1. **Store the key securely**: Never hardcode the Fernet key directly in your code or commit it to version control systems.
2. **Key recovery is impossible**: If you lose the Fernet key, encrypted data cannot be recovered
3. **Same key required**: Always use the same Fernet key for a training, an inference and a report generation
4. **Environment variable**: Use an environment variable to store the Fernet key securely
5. **Key length**: The Fernet key must be exactly 44 characters (URL-safe base64-encoded)
6. **Production environments**: In production, use secure secret management services (AWS Secrets Manager, Azure Key Vault, HashiCorp Vault, etc.)

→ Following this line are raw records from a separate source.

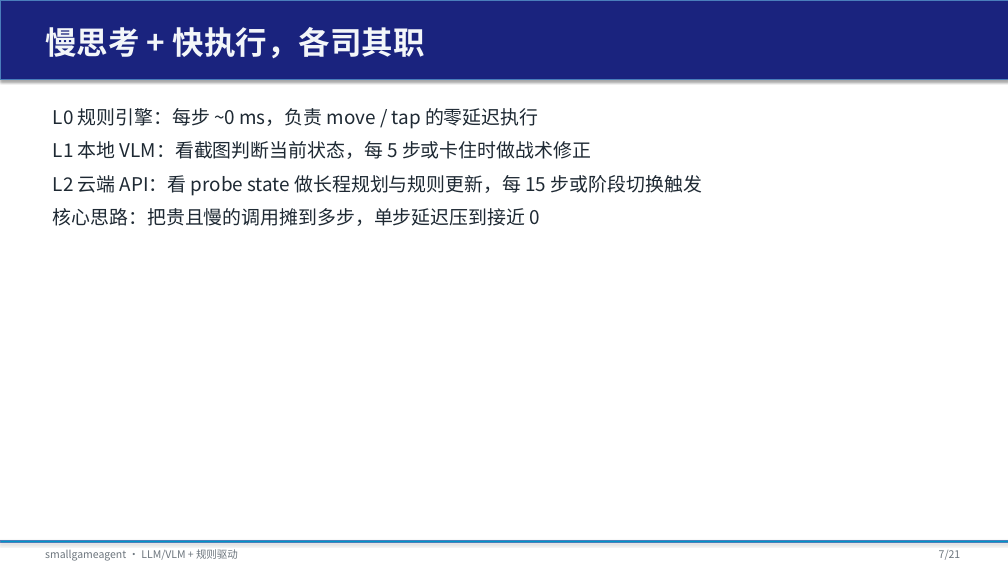
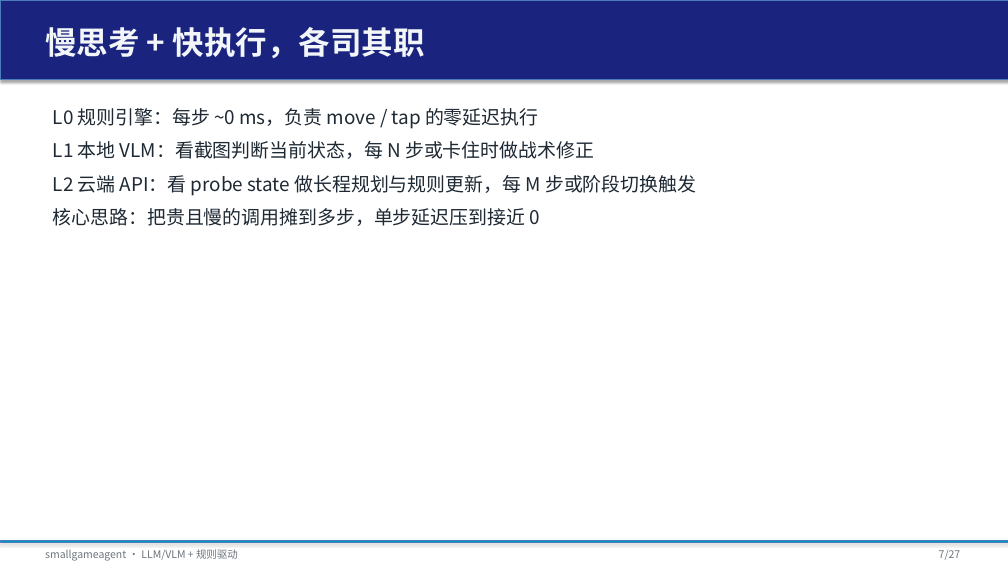
Before and after one commit to tzhazuma/smallgameagent, a slide deck: slide 7 of reports/smallgameagent_report.pptx. Drawn at 1008x567 pixels with LibreOffice and Linux fonts; fonts in the diff are those of the drawing. Boxes give left, top, right and bottom in pixels: in the first picture for what was removed or moved away, otherwise in the second. Text is boxed around its words. In the diff, an @@ line names an element or a change of style, - is before the commit and + after.

Commit message:
feat: offline replay harness, rule-update wiring, and refreshed report/PPT
- Add src/experiments/offline_replay.py for browser-free evaluation on
  processed-runs trajectories (state adapter, fake ctx, rule/hierarchical/api-rule).
- Fix RuleEngine/HierarchicalPlanner RuleParameters sharing so L2 param updates
  affect L0 in real time.
- Add exp_rule_update_mock.py and debug_l2_rule_update.py for wiring validation.
- Update multi-provider env example (.env.example) and .gitignore for games/,
  collected_datasets/.
- Refresh REPORT.md and EXPERIMENT_RESULTS.md with offline replay results.
- Regenerate PDF/PPT via scripts/generate_deliverables.py.

```diff
--- a/reports/smallgameagent_report.pptx
+++ b/reports/smallgameagent_report.pptx
@@ text at box(53, 141, 696, 196): text changed @@
-L1 本地 VLM：看截图判断当前状态，每 5 步或卡住时做战术修正
-L2 云端 API：看 probe state 做长程规划与规则更新，每 15 步或阶段切换触发
+L1 本地 VLM：看截图判断当前状态，每 N 步或卡住时做战术修正
+L2 云端 API：看 probe state 做长程规划与规则更新，每 M 步或阶段切换触发
@@ text at box(939, 550, 961, 560): text changed @@
-7/21
+7/27
```
Also in this commit, not shown: 19 other slides changed, 7 slides added, 1 slide removed, 16 other files.
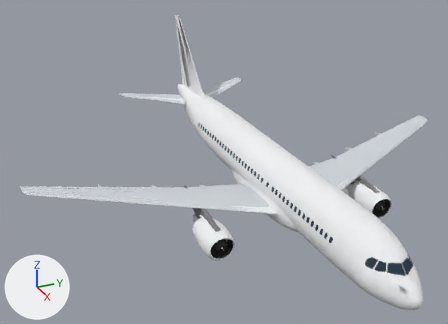
The glTF model fixtures/aircraft/a20n-0.glb, before and after one commit.
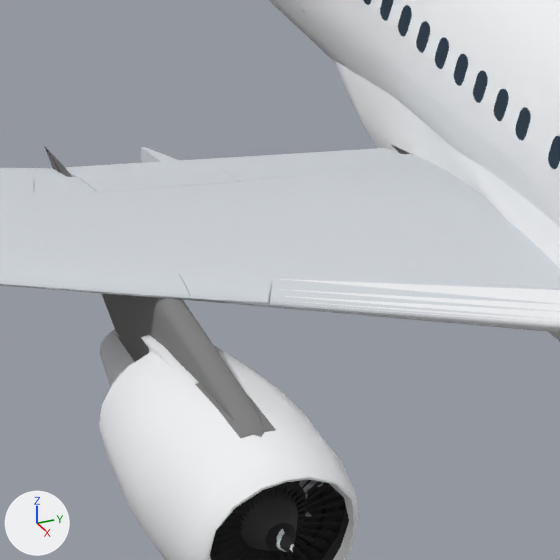
The first picture shows the older version from a 50 mm camera at (39.4, -20.9, 24.2) aimed at (-0.4, -3.0, 4.3). The close-ups show the older and then the newer version on the part from 39% to 60% of the width and 49% to 78% of the height of that picture. Only the edits that show in the close-ups are written down. Arrows for +X, +Y and +Z are at lower left; the lights stay in place. Where no turn or scale is listed for an object, it has been applied to the vertices. Vertices at exactly the same position are counted once.

The first close-up shows 'c202020', 'c404040', 'c808080', 'engine', 'glass', 'hull', 'wing'.
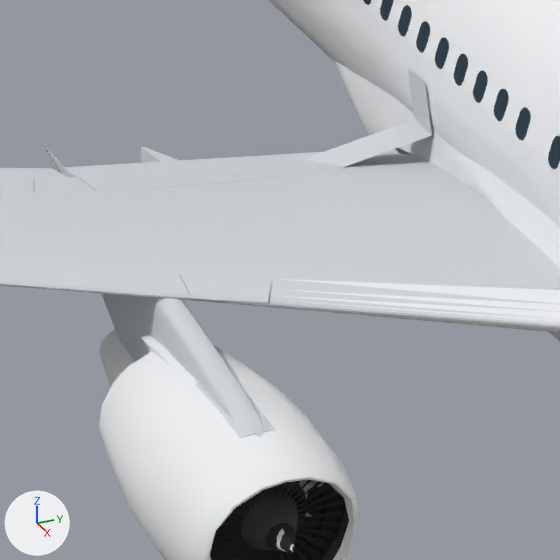
Pixel boxes [x1, y1, x2, y2] of what changed, in the close-ups (560 x 560 px):
'cd3d8dd', added
    after: [302, 69, 432, 168]
part 1 of me_mesh_2, deleted
    before: [44, 146, 276, 438]
part 2 of me_mesh_7, added
    after: [44, 146, 276, 438]

Patch to the scene script:
```diff
--- a/fixtures/aircraft/a20n-0.glb.py
+++ b/fixtures/aircraft/a20n-0.glb.py
@@ mat_cd3d8dd @@
+mat_cd3d8dd = principled_material('cd3d8dd')
+mat_cd3d8dd.base_color = (0.651, 0.687, 0.723)  # light grey #d3d8dd
+mat_cd3d8dd.roughness = 1.0
@@ me_mesh_2 @@
 # used by ob_c808080; location = (0.0, 0.0, 0.0)
-me_mesh_2.from_pydata(...)  # 246 vertices, 334 faces; spans x -0.1..17.5, y -6.8..6.8, z 1.8..4.8
+me_mesh_2.from_pydata(...)  # 90 vertices, 90 faces; spans x 13.8..17.5, y -1.5..1.5, z 1.8..4.8
+# me_mesh_2 part 1: the loose piece of 79 vertices spanning x 0.0..6.7, y -6.8..-6.2, z 2.1..3.4 is deleted
+# other edits to the shape of me_mesh_2 do not show in these pictures
 me_mesh_2.materials.append(mat_c808080)
@@ me_mesh_7 @@
 # used by ob_wing; location = (0.0, 0.0, 0.0)
-me_mesh_7.from_pydata(...)  # 1135 vertices, 1788 faces; spans x -17.9..18.7, y -17.9..17.9, z 1.0..5.2
+me_mesh_7.from_pydata(...)  # 1279 vertices, 2013 faces; spans x -17.9..18.7, y -17.9..17.9, z 1.0..5.2
+# me_mesh_7 part 2: a new loose piece of 77 vertices spanning x 0.0..6.7, y -6.8..-6.2, z 2.1..3.4, in mat_wing (light grey #d1d6db)
+# other edits to the shape of me_mesh_7 do not show in these pictures
 me_mesh_7.materials.append(mat_wing)
@@ me_mesh_3_1 @@
+me_mesh_3_1.from_pydata(...)  # 90 vertices, 96 faces; spans x -13.9..14.5, y -3.5..3.5, z 2.9..5.9
+me_mesh_3_1.materials.append(mat_cd3d8dd)  # light grey #d3d8dd
@@ ob_cd3d8dd @@
+ob_cd3d8dd = bpy.data.objects.new('cd3d8dd', me_mesh_3_1)
+ob_cd3d8dd.location = (0.0, 0.0, 0.0)
```

## What happens without a Fernet key?

If you don't provide a `fernet_key` parameter:
- Data subset is stored **unencrypted** in the `.pkl` format
- No decryption is needed during the inference or the report generation
- Suitable for non-sensitive data or development environments

With a `fernet_key`:
- Data subset is stored **encrypted** in the `.dat` format
- Decryption is required during the inference or the report generation using the same Fernet key
- Recommended for sensitive or production data

# Generate quality reports separately

Sometimes you may want to generate quality reports separately after training or/and inference has already been completed to evaluate the quality of the input data or the generated data. The SDK provides the `Syngen().generate_quality_reports(...)` method that allows you to generate quality reports for a table using existing artifacts without re-running the training or/and inference processes.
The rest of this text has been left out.